Rather cases such as Grand River and Girao v Cunningham (Girao) speak to the urgent need for law societies to develop a more comprehensive set of ethical duties owed by opposing counsel that will be consistent with opposing counsels’ duty to the administration of justice. A disconcerting consideration is that these cases represent the very few cases involving self-represented litigants that actually reach the Court of Appeal; the assumption being that the majority of self-represented litigants are not in a position to carry the litigation forward.

Framing opposing counsel duties in a manner similar to the duty that counsel owe to the court when an opposing party is not present might be an useful starting point for professional obligations in cases of self-representation. However, in developing such a framework, it is necessary to take further account of not only the duty owed to the tribunal, but also of the profound disparity in power as between self-represented litigants and lawyers and the consequence for this disparity to seriously undermine the outcomes reached in civil litigation. Additionally, such a framework needs to also take account of the continuing impact of resolute advocacy as the dominant professional arrangement within the legal profession. This necessarily requires an ethical engagement with client expectations in a modern legal practice.

All of this must be further contextualized within a professional commitment that encourages a reinvigorated respect for the administration of justice. All of these considerations require the drafting of rules and commentary that speak to a re-prioritizing of the lawyers’ duties to ‘advance the causes of justice’ consistent with an evolving adversarial model that looks and operates very differently than has been traditionally the case. As Justice Lauwers notes, justice must not only be done but must also be seen to be done. In light of cases like Grand River and Girao, this is not likely to be the public’s perception despite the presence of a very significant tipping point.

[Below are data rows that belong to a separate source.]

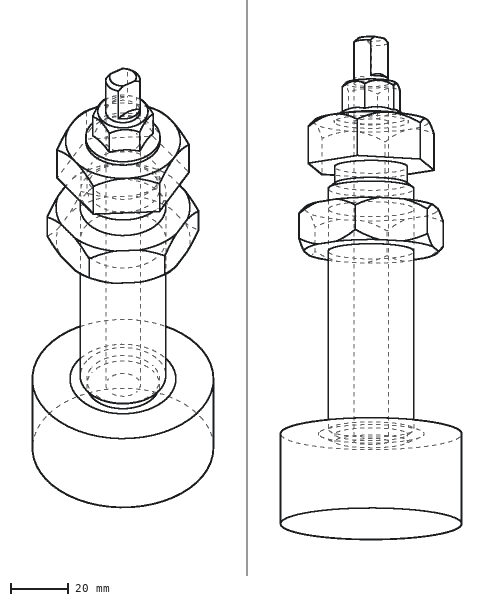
import cadquery as cq
import math

TOTAL_HEIGHT = 172.5

BASE_DIAMETER = 63.5
BASE_HEIGHT = 32.0
SEAT_DIAMETER = 37.0
SEAT_SLOPE = 25.0

SLEEVE_DIAMETER = 30.0
SHANK_BOTTOM_GAP = 1.5
SHANK_TOP = 119.2
SHANK_CHAMFER_HEIGHT = 1.7
NECK_DIAMETER = 25.5
HEAD_ACROSS_FLATS = 40.2
HEAD_BOTTOM = 127.0
HEAD_HEIGHT = 16.0
HEAD_FACE_DIAMETER = 40.2
HEAD_CHAMFER_HEIGHT = 3.1

LOCK_NUT_ACROSS_FLATS = 46.0
LOCK_NUT_BOTTOM = 97.0
LOCK_NUT_HEIGHT = 15.0
LOCK_NUT_FACE_DIAMETER = 46.9
LOCK_NUT_CHAMFER_HEIGHT = 3.1

FLANGE_NUT_ACROSS_FLATS = 18.5
FLANGE_NUT_HEIGHT = 13.6
FLANGE_NUT_FACE_DIAMETER = 17.6
FLANGE_NUT_CHAMFER_HEIGHT = 1.9
FLANGE_DIAMETER = 26.0
FLANGE_RIM_HEIGHT = 1.5
FLANGE_SLOPE = 30.0

STUD_DIAMETER = 12.0
STUD_CHAMFER = 1.4
ACROSS_STUD_FLATS = 8.0
FLATS_BOTTOM = 158.3
FLATS_SHOULDER_SLOPE = 30.0

seat_radius = SEAT_DIAMETER / 2
foot_radius = NECK_DIAMETER / 2
seat_depth = (seat_radius - foot_radius) * math.tan(math.radians(SEAT_SLOPE))
sleeve_bottom = BASE_HEIGHT - seat_depth
head_top = HEAD_BOTTOM + HEAD_HEIGHT


def cylinder(diameter, bottom, top):
    return cq.Workplane("XY").workplane(offset=bottom).circle(diameter / 2).extrude(top - bottom)


def revolved(profile):
    """Turn a closed (radius, height) profile around the Z axis."""
    return cq.Workplane("XZ").polyline(profile).close().revolve(360, (0, 0), (0, 1))


def hex_block(across_flats, bottom, height, face_diameter, chamfer_height, both_ends=False):
    """Hexagon with corners on the X axis, its corners turned off conically at the top or both ends."""
    corner_radius = across_flats / math.sqrt(3)
    face_radius = face_diameter / 2
    top = bottom + height
    prism = cq.Workplane("XY").workplane(offset=bottom).polygon(6, 2 * corner_radius).extrude(height)
    if both_ends:
        lower_edge = [(face_radius, bottom), (corner_radius, bottom + chamfer_height)]
    else:
        lower_edge = [(corner_radius, bottom)]
    envelope = revolved(
        [(0, bottom)] + lower_edge + [(corner_radius, top - chamfer_height), (face_radius, top), (0, top)]
    )
    return prism.intersect(envelope)


def make_base():
    block = cylinder(BASE_DIAMETER, 0, BASE_HEIGHT)
    seat = revolved(
        [(0, sleeve_bottom), (foot_radius, sleeve_bottom), (seat_radius, BASE_HEIGHT), (0, BASE_HEIGHT)]
    )
    return block.cut(seat)


def make_sleeve():
    shank_radius = SLEEVE_DIAMETER / 2
    shank_bottom = BASE_HEIGHT + SHANK_BOTTOM_GAP
    neck_radius = NECK_DIAMETER / 2
    shank = revolved([
        (0, sleeve_bottom),
        (foot_radius, sleeve_bottom),
        (foot_radius, shank_bottom - SHANK_CHAMFER_HEIGHT),
        (shank_radius, shank_bottom),
        (shank_radius, SHANK_TOP),
        (neck_radius, SHANK_TOP + SHANK_CHAMFER_HEIGHT),
        (neck_radius, HEAD_BOTTOM),
        (0, HEAD_BOTTOM),
    ])
    head = hex_block(HEAD_ACROSS_FLATS, HEAD_BOTTOM, HEAD_HEIGHT, HEAD_FACE_DIAMETER, HEAD_CHAMFER_HEIGHT)
    bore = cylinder(STUD_DIAMETER, sleeve_bottom, head_top)
    return shank.union(head).cut(bore)


def make_lock_nut():
    nut = hex_block(
        LOCK_NUT_ACROSS_FLATS,
        LOCK_NUT_BOTTOM,
        LOCK_NUT_HEIGHT,
        LOCK_NUT_FACE_DIAMETER,
        LOCK_NUT_CHAMFER_HEIGHT,
        both_ends=True,
    )
    return nut.cut(cylinder(SLEEVE_DIAMETER, LOCK_NUT_BOTTOM, LOCK_NUT_BOTTOM + LOCK_NUT_HEIGHT))


def make_flange_nut():
    nut_top = head_top + FLANGE_NUT_HEIGHT
    rim_top = head_top + FLANGE_RIM_HEIGHT
    rim_radius = FLANGE_DIAMETER / 2
    cone_height = rim_radius * math.tan(math.radians(FLANGE_SLOPE))
    nut = hex_block(
        FLANGE_NUT_ACROSS_FLATS,
        head_top,
        FLANGE_NUT_HEIGHT,
        FLANGE_NUT_FACE_DIAMETER,
        FLANGE_NUT_CHAMFER_HEIGHT,
    )
    flange = revolved(
        [(0, head_top), (rim_radius, head_top), (rim_radius, rim_top), (0, rim_top + cone_height)]
    )
    return nut.union(flange).cut(cylinder(STUD_DIAMETER, head_top, nut_top))


def make_stud():
    radius = STUD_DIAMETER / 2
    stud = cylinder(STUD_DIAMETER, sleeve_bottom, TOTAL_HEIGHT).faces(">Z").chamfer(STUD_CHAMFER)
    cone_height = radius * math.tan(math.radians(FLATS_SHOULDER_SLOPE))
    shoulder = revolved([(0, FLATS_BOTTOM), (radius, FLATS_BOTTOM), (0, FLATS_BOTTOM + cone_height)])
    tip_plane = cq.Workplane("XY").workplane(offset=FLATS_BOTTOM)
    tip_height = TOTAL_HEIGHT - FLATS_BOTTOM
    envelope = tip_plane.rect(STUD_DIAMETER, STUD_DIAMETER).extrude(tip_height)
    blade = tip_plane.rect(ACROSS_STUD_FLATS, STUD_DIAMETER).extrude(tip_height)
    return stud.cut(envelope.cut(blade).cut(shoulder))


base = make_base()
sleeve = make_sleeve()
lock_nut = make_lock_nut()
flange_nut = make_flange_nut()
stud = make_stud()

result = cq.Compound.makeCompound([base.val(), sleeve.val(), lock_nut.val(), flange_nut.val(), stud.val()])

By Jennifer Leitch, JD, LLM, PhD
Senior Research Fellow, Canadian Forum on Civil Justice


  1. Gerald Genge (Adjudicator)

    In my role as an appeal tribunal chair, I am very familiar with the power and familiarity imbalance involving unrepresented appellants. I know that the officer making the charges will present them with due clarity and structure. I know as well that the appellants are at a disadvantage. Often their financial position blocks representation, their lack of familiarity with the process impedes clear presentation of evidence, and their fear of consequences makes their oral evidence seem disjointed or worse, disingenuous. We all want a fair result derived with dignity for everyone there. So, a “just” process is, in no small way, in the hands of the adjudicator. I feel it is incumbent on me to meet with the unrepresented appellant weeks before a hearing to advise them of exactly what will happen, how and when (not what) evidence is to be presented, and what the range of outcomes can be. Procedural clarity is also a duty of the officer or responding representative counsel. It is not necessary that they advise the unrepresented party of the appropriate procedure but it is necessary that they make sure that all procedural steps are clear to everyone, including me, and certainly, including the unrepresented litigant.

  2. As the appeals tribunal chair who is hearing and determining an appeal filed by an “unrepresented” or self-represented appellant, do you advise the other party or parties to the appeal who may be adverse in interest to the appellant that you had met with the appellant privately weeks before the hearing convened.